Henry Wadsworth Longfellow, ed. Poems of Places: An Anthology in 31 Volumes.
Germany: Vols. XVII–XVIII. 1876–79.

Odenwald

The Wild Huntsman

By Felicia Hemans (1793–1835)

  • It is a popular belief in the Odenwald, that the passing of the Wild Huntsman announces the approach of war. He is supposed to issue with his train from the ruined castle of Rodenstein, and traverse the air to the opposite castle of Schnellerts. It is confidently asserted, that the sound of his phantom horses and hounds was heard by the Duke of Baden before the commencement of the last war in Germany.

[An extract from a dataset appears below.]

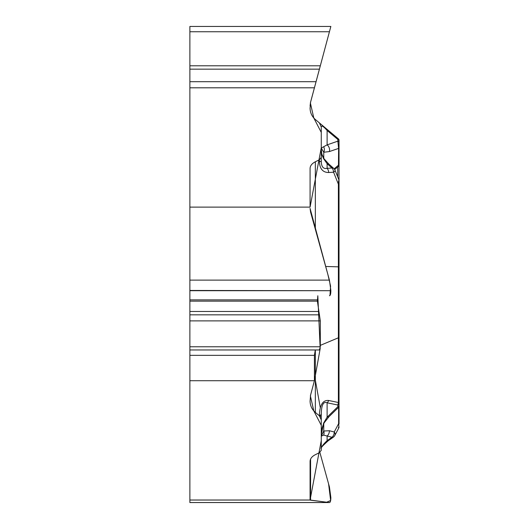 <?xml version="1.0" encoding="UTF-8"?>
<svg xmlns="http://www.w3.org/2000/svg" width="529" height="529" viewBox="0 0 529 529"><rect width="100%" height="100%" fill="white"/><g stroke="black" fill="none" stroke-linecap="round" stroke-linejoin="round"><path stroke-width="0.79" d="M329.474 502.55L189.878 502.55L189.878 500.031L310.08 500.031L310.08 461.341C310.179 458.669 311.931 456.448 315.344 454.689L319.364 452.698L321.268 450.291L321.268 413.724L321.268 419.874L319.364 415.768C319.701 404.969 322.816 399.878 328.707 400.493L338.388 402.509L338.388 337.786L320.31 345.371M315.344 349.967L315.344 412.422C311.931 409.433 310.179 405.67 310.08 401.134L310.583 395.024L314.411 380.728L189.878 380.728L189.878 500.031M189.878 380.728L189.878 290.447L330.856 290.699C330.817 294.025 330.341 295.704 329.435 295.737L329.474 295.737M321.996 154.448L324.032 158.76L328.813 164.05A5.33 2.744 131.5 0 0 327.107 163.706L323.603 158.707L321.93 154.845L321.268 149.409L321.268 157.377L321.268 126.96L319.364 122.88L315.344 119.508C311.931 116.512 310.179 112.75 310.08 108.214L310.583 102.104L314.411 87.807L189.878 87.807L189.878 290.447M189.878 87.807L189.878 26.45L330.856 26.45L329.435 31.753L330.856 26.45M315.344 412.422L319.364 415.794M189.878 207.117L310.08 207.117L310.08 168.427C310.179 165.749 311.931 163.534 315.344 161.768L315.344 229.282M339.023 164.221L339.023 147.604A1.779 1.237 180 0 1 338.606 148.398L329.369 151.578L323.761 152.246L321.268 148.041L321.268 157.377L319.364 159.778L315.344 161.768M339.023 382.169L339.023 405.267A1.779 1.541 180 0 1 337.852 406.708L337.852 405.029A1.779 1.541 0 0 0 339.023 403.581L339.023 401.828A1.779 0.886 180 0 1 338.388 402.509L337.852 405.029L327.107 402.787C323.444 401.233 321.493 404.883 321.268 413.724A5.33 2.665 180 0 1 319.364 415.768M310.583 459.093L310.583 500.203L310.08 500.031M310.583 500.203L329.435 502.543C330.341 502.51 330.817 500.837 330.856 497.505L329.435 486.925L319.866 452.414L328.588 483.87L330.638 500.513L326.664 502.206L310.08 500.031L321.268 440.631L321.268 425.336L313.809 410.934L310.378 395.89L314.411 380.728L320.177 348.664L317.823 295.737L317.393 301.146L320.31 320.885L320.31 346.766L319.41 349.96L189.878 349.96L319.437 349.967M339.122 406.801L329.005 416.667A5.33 3.015 -134.3 0 1 327.107 417.183L323.603 423.121L321.268 434.812L321.268 419.874M321.268 157.377L321.268 161.557C321.453 166.873 323.398 169.128 327.107 168.328A5.33 3.425 86.2 0 1 328.707 172.52C322.816 172.494 319.701 168.791 319.364 161.418L321.268 161.557L321.268 149.409M337.852 406.708L327.107 417.183L327.107 402.787A5.33 3.888 -78.2 0 0 328.707 400.493M321.268 436.18L323.761 431.016A5.33 4.153 65 0 1 323.603 435.076L321.268 436.18M321.268 448.327C321.453 446.721 323.398 444.162 327.107 440.65A5.33 1.944 55.2 0 0 328.324 440.69M323.761 423.63L323.761 431.016L329.369 430.745A5.33 3.994 104.2 0 1 327.107 436.028L323.603 435.076M329.369 430.745L334.235 431.981A5.33 3.405 27.8 0 1 334.864 435.407L338.818 427.908M338.388 427.392C338.99 428.728 339.063 427.492 338.606 423.683L338.606 407.257M339.023 387.373L339.023 423.994A1.779 0.489 180 0 0 338.606 423.683L334.235 431.981A5.33 3.994 104.2 0 1 331.974 437.258A5.33 1.944 55.2 0 0 333.111 437.344M329.005 416.667L324.264 422.711A5.33 1.904 -149.4 0 1 323.603 423.121M339.023 401.828L339.023 377.957M339.023 337.105A1.779 0.886 180 0 1 338.388 337.786L338.388 266.841L339.023 266.887L339.023 201.82M339.023 405.267L339.023 403.581M339.023 394.819L339.023 267.945M339.023 266.53L339.023 269.902M339.023 423.994L339.023 397.061M319.364 122.88L328.707 130.723A5.33 2.585 130 0 0 327.107 130.465L327.107 144.867L337.852 141.164L337.852 139.484L338.388 138.843L328.707 130.723L338.388 138.843A1.779 1.779 0 0 1 339.023 140.198L339.023 160.148M189.878 31.753L329.435 31.753L314.411 87.807L330.532 27.64L310.378 102.97L313.809 118.013L321.268 132.415L321.268 147.71L310.08 207.117M319.542 68.664L320.31 65.794L319.41 69.154L189.878 69.154M321.268 126.96C321.513 125.155 323.457 126.319 327.107 130.465L337.852 139.484A1.779 1.541 180 0 1 339.023 140.926L339.023 140.198M321.268 148.041L327.107 144.867A5.33 4.159 -109 0 1 329.369 151.578M338.448 166.397L338.606 148.398L337.852 141.164A1.779 1.541 180 0 1 339.023 142.612L339.023 140.926M339.023 147.604L339.023 142.612M339.023 212.863L339.023 148.067M329.977 295.499L330.585 286.129L327.861 274.425L310.08 208.413L310.583 212.103L329.435 280.112L330.856 290.447M315.304 349.967L314.411 355.343L314.411 380.728M324.039 158.76A5.33 0.86 144.9 0 0 323.603 158.707M338.891 179.834L335.095 170.364A5.33 1.435 158.2 0 1 333.581 172.203L328.707 172.52M339.023 184.251L338.388 184.204L338.606 180.872M333.396 168.156A5.33 2.744 131.5 0 0 331.974 168.01A5.33 3.425 86.2 0 1 333.581 172.203L338.388 184.204L338.388 266.841L325.652 266.471M323.761 158.35L323.761 152.246A5.33 4.662 -79 0 0 323.603 146.751M189.878 65.794L320.31 65.794M310.53 102.295L310.08 105.899M315.344 380.172L320.31 407.72M320.31 415.245L320.31 416.832M327.107 436.028L327.107 440.65L331.974 437.258L327.107 436.028M337.707 166.992L337.707 176.871M334.149 168.824L338.606 165.088A1.779 1.237 180 0 0 339.023 164.294M319.364 161.418L319.364 159.778M327.107 163.706L327.107 168.328L331.974 168.01L327.107 163.706M189.878 280.112L329.435 280.112M189.878 290.699L330.856 290.699M189.878 299.877L317.393 299.877M189.878 301.146L317.393 301.146M189.878 311.475L318.703 311.475M189.878 314.828L319.542 314.828M189.878 320.885L320.31 320.885M189.878 346.766L320.31 346.766M189.878 355.343L314.411 355.343M189.878 81.704L316.051 81.704M189.878 502.543L329.435 502.543M332.847 437.523A5.33 5.33 0 0 0 334.864 435.407M321.262 448.413C320.19 448.407 322.551 445.828 328.33 440.683L333.197 437.298M321.282 433.992L321.44 431.757C321.447 431.644 321.731 427.353 324.264 422.711M338.487 407.396L339.023 406.14M338.825 427.875L339.023 427.068M338.454 166.377L334.672 169.525M328.813 164.05L333.68 168.354M335.095 170.364A5.33 5.33 0 0 0 332.966 167.819M338.891 179.853L339.023 180.508"/></g></svg>

  • THY rest was deep at the slumberer’s hour,

    If thou didst not hear the blast

    Of the savage horn from the mountain tower,

    As the Wild Night Huntsman passed,

    And the roar of the stormy chase went by

    Through the dark unquiet sky!

    The stag sprang up from his mossy bed

    When he caught the piercing sounds,

    And the oak-boughs crashed to his antlered head,

    As he flew from the viewless hounds;

    And the falcon soared from her craggy height,

    Away through the rushing night!

    The banner shook on its ancient hold,

    And the pine in its desert place,

    As the cloud and tempest onward rolled

    With the din of the trampling race;

    And the glens were filled with the laugh and shout,

    And the bugle, ringing out!

    From the chieftain’s hand the wine-cup fell,

    At the castle’s festive board,

    And a sudden pause came o’er the swell

    Of the harp’s triumphal chord;

    And the Minnesinger’s thrilling lay

    In the hall died fast away.

    The convent’s chanted rite was stayed,

    And the hermit dropped his beads,

    And a trembling ran through the forest shade,

    At the neigh of the phantom steeds,

    And the church-bells pealed to the rocking blast

    As the Wild Night Huntsman passed.

    The storm hath swept the chase away,

    There is stillness in the sky;

    But the mother looks on her son to-day

    With a troubled heart and eye,

    And the maiden’s brow hath a shade of care

    Midst the gleam of her golden hair!

    The Rhine flows bright; but its waves erelong

    Must hear a voice of war,

    And a clash of spears our hills among,

    And a trumpet from afar;

    And the brave on a bloody turf must lie,—

    For the Huntsman hath gone by!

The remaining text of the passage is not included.